Calgary Herald

Suicide prevention plans at odds with right to die

- SUSAN MARTINUK

Retired politician Bob Rae used the occasion of a friend’s apparent suicide to call on Canada to establish a national suicide prevention plan.

Chris Peloso was Rae’s friend and well known in Ontario’s political circles as the husband to George Smitherman, a former high-profile cabinet minister and politician. Media reports haven’t utilized the term suicide, but the phrase “lost his battle with depression” seems to indicate that was the case.

Calls for such a strategy are made every time there is a highprofil­e suicide in this country (such as Amanda Todd and Rehtaeh Parsons, two girls who suffered unbearable bullying in school and on the Internet). Parliament passed a suicide prevention strategy one year ago, but few seem to be aware of its existence or its implementa­tion, and society continues to call for somebody to do something to prevent such tragedies from occurring.

Prevention is usually a good policy. But I have questions about whether any suicide prevention policy can be successful with Canada’s health-care system and be consistent with other societal messages.

The first question is how can we effectivel­y prevent suicides by those who are depressed when our health-care system offers limited (at best) access to psychiatri­c care and treatment?

A depressed person can call a suicide hotline or speak with a counsellor, and a crisis may be prevented. Or maybe not. But, at some point, the only way to prevent suicide is to access medical treatment.

The Fraser Institute’s 2013 report, Waiting Your Turn: Wait Times for Health Care in Canada, reveals that the national average wait time from referral by a general practition­er to the time of beginning non-urgent psychiatri­c treatment was 20.3 weeks. If you live in New Brunswick, that wait is 73.5 weeks. That’s about 1.5 years to access treatment and includes a 46-week wait from the time of GP referral to seeing a psychiatri­c specialist.

If you live in Saskatchew­an, the wait for treatment is one year. Even if the case is urgent, patients still face a five-week wait to get an appointmen­t with a psychiatri­st. Anyone familiar with depression or other mental illnesses knows that a lot can change in five weeks, let alone one year.

Rae thinks it’s important to have public conversati­ons about mental illness. But awareness has absolutely nothing to do with treatment and, based on the above statistics, it’s difficult to imagine that any province could maintain an effective suicide prevention strategy.
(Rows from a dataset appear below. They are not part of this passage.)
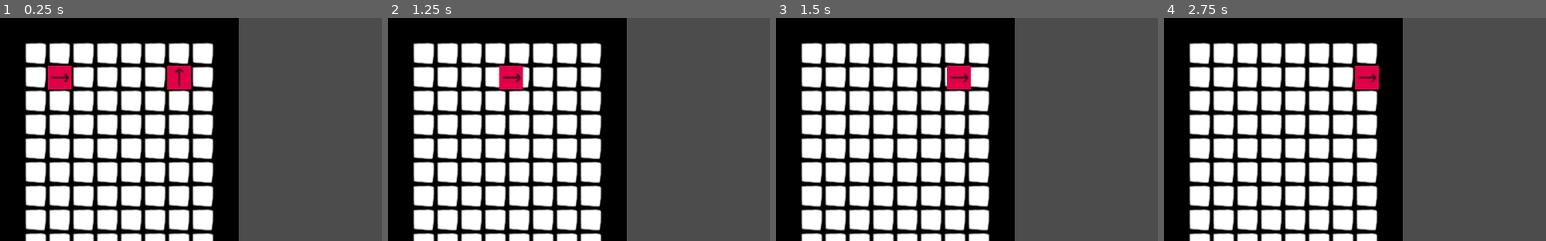
Above: before the commit, frames 1-4 (left to right).
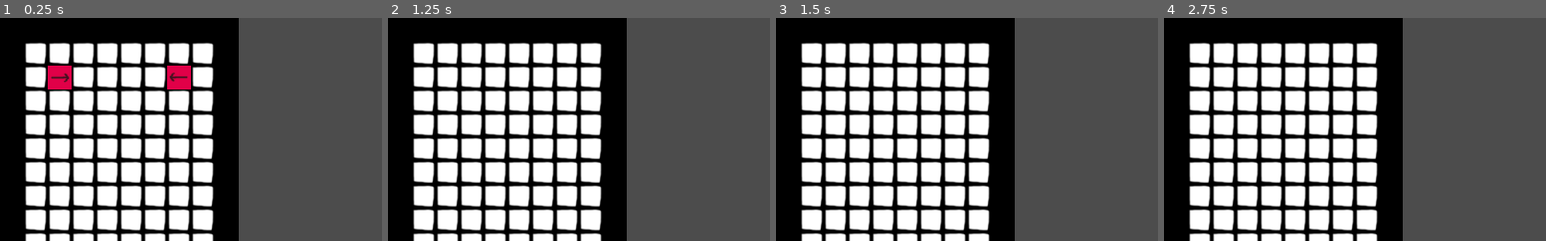
Above: after the commit, the same moments.

Repository: Denomycor/GSD1
Game: Godot game, scene res://source/board/Board.tscn
Same seed, same stepped clock (60 frames per second), same inputs: the game is played once before the commit and once after it. The project has no main scene, so this scene is started directly.
Inputs:
- Up to frame 1 (0.25 s): no input
- Up to frame 2 (1.25 s): tap Enter at 0.5 s
- Up to frame 3 (1.5 s): no input
- Up to frame 4 (2.75 s): tap Space at 2 s
The pictures show only the part of the screen within x 0-50%, y 0-50%; the shares and areas given below are measured in that part.

The runs differ from the first frame. In frame 1, 0.2% of the frame differs, in the area x 44-50%, y 22-31%; in frame 2, 0.7%, in the area x 29-36%, y 21-33%; in frame 3, 0.7%; in frame 4, 0.7%.

Commit message:
Fixed bugged where pieces would call each other effects recursively

Diff:
--- a/source/board/Board.gd
+++ b/source/board/Board.gd
@@ -33,7 +33,7 @@
 	var piece_scene := preload("res://source/pieces/testPiece/TestPiece.tscn")
 
 	var piece = add_piece(piece_scene, Vector2(2,2), 0, Vector2.RIGHT)
-	var piece2 = add_piece(piece_scene, Vector2(7,2), 0, Vector2.UP)
+	var piece2 = add_piece(piece_scene, Vector2(7,2), 0, Vector2.LEFT)
 	#var piece3 = add_piece(piece_scene, Vector2(3,8), 0, Vector2.UP)
 	#var piece4 = add_piece(piece_scene, Vector2(1,1), 0, Vector2.DOWN)
 
@@ -90,13 +90,17 @@
 func process_changes(piece, queue):
 	# 1 - check if anyone affects you
 	for effect in subs[piece.board_pos.x][piece.board_pos.y]:
-		var changes = effect.process_effect(piece)
-		helper.append_piece_array_no_duplicates(queue, changes)
+		if !piece.already_affected.has(effect.source_piece.id):
+			var changes = effect.process_effect(piece)
+			helper.append_piece_array_no_duplicates(queue, changes)
+			piece.already_affected.append(effect.source_piece.id)
 
 	# 2 - check if you affect anyone
 	for p in piece.make_affected_pieces_list():
-		var changes = piece.effect.process_effect(p)
-		helper.append_piece_array_no_duplicates(queue, changes)
+		if !p.already_affected.has(piece.id):
+			var changes = piece.effect.process_effect(p)
+			helper.append_piece_array_no_duplicates(queue, changes)
+			p.already_affected.append(piece.id)
 
 
 func destroy_pieces():
@@ -120,6 +124,9 @@
 			process_changes(piece, queue)
 
 		destroy_pieces()
+
+		for piece in all_pieces:
+			piece.already_affected = []
 
 		var move_queue = all_pieces.duplicate()
 		while move_queue.size() != 0:
--- a/source/pieces/abstraction/Piece.gd
+++ b/source/pieces/abstraction/Piece.gd
@@ -19,6 +19,7 @@
 var last_sub_indexes := []
 var current_hp :int
 var current_action_points :int
+var already_affected := []
 
 # scripts
 const tags := preload("res://source/pieces/Tags.gd")

My second question raises an issue that Canadians may not be familiar with, but will undoubtedl­y face in the coming months as Quebec (and eventually the rest of Canada) debates the legalizati­on of euthanasia.

That is, how can we credibly promote suicide prevention strategies at the same time as a large portion of society is publicly claiming they have a right to die? After all, euthanasia is supposedly about the right to self-determinat­ion when individual­s are forced to live in circumstan­ces that are unbearable.

At least that’s how the conversati­on goes. The reality of legalizati­on is very different, as we’ve seen in Belgium, the Netherland­s, Switzerlan­d and Oregon. Each of these has relaxed their laws to the point that depressed people can easily access euthanasia. As one bioethicis­t claims, euthanasia in these districts expands the options for the mentally ill and “empowers” them when they make the choice.

A 2005 study in the Journal of Clinical Oncology showed that almost one half (44 per cent) of requests for euthanasia were made by patients with depression. These authors started with the premise that terminally ill people who requested euthanasia were more accepting of death and that depression would therefore not be a factor. In contrast, they found that depressed patients were four times more likely to request death.

A report in Current Oncology in 2011 summarized euthanasia in the Netherland­s by saying that in 30 years, it “has moved from euthanasia of people who are terminally ill, to euthanasia of those who are chronicall­y ill; from euthanasia for physical illness, to euthanasia for mental illness; from euthanasia for mental illness, to euthanasia for psychologi­cal distress of mental suffering,” and now to euthanasia of those over 70 who are simply “tired of living.”

How do we talk about such facts while promoting a national suicide prevention policy? A society that knows the slippery slope of euthanasia and still accepts its legalizati­on has no credibilit­y in talking about suicide prevention for those with mental illness.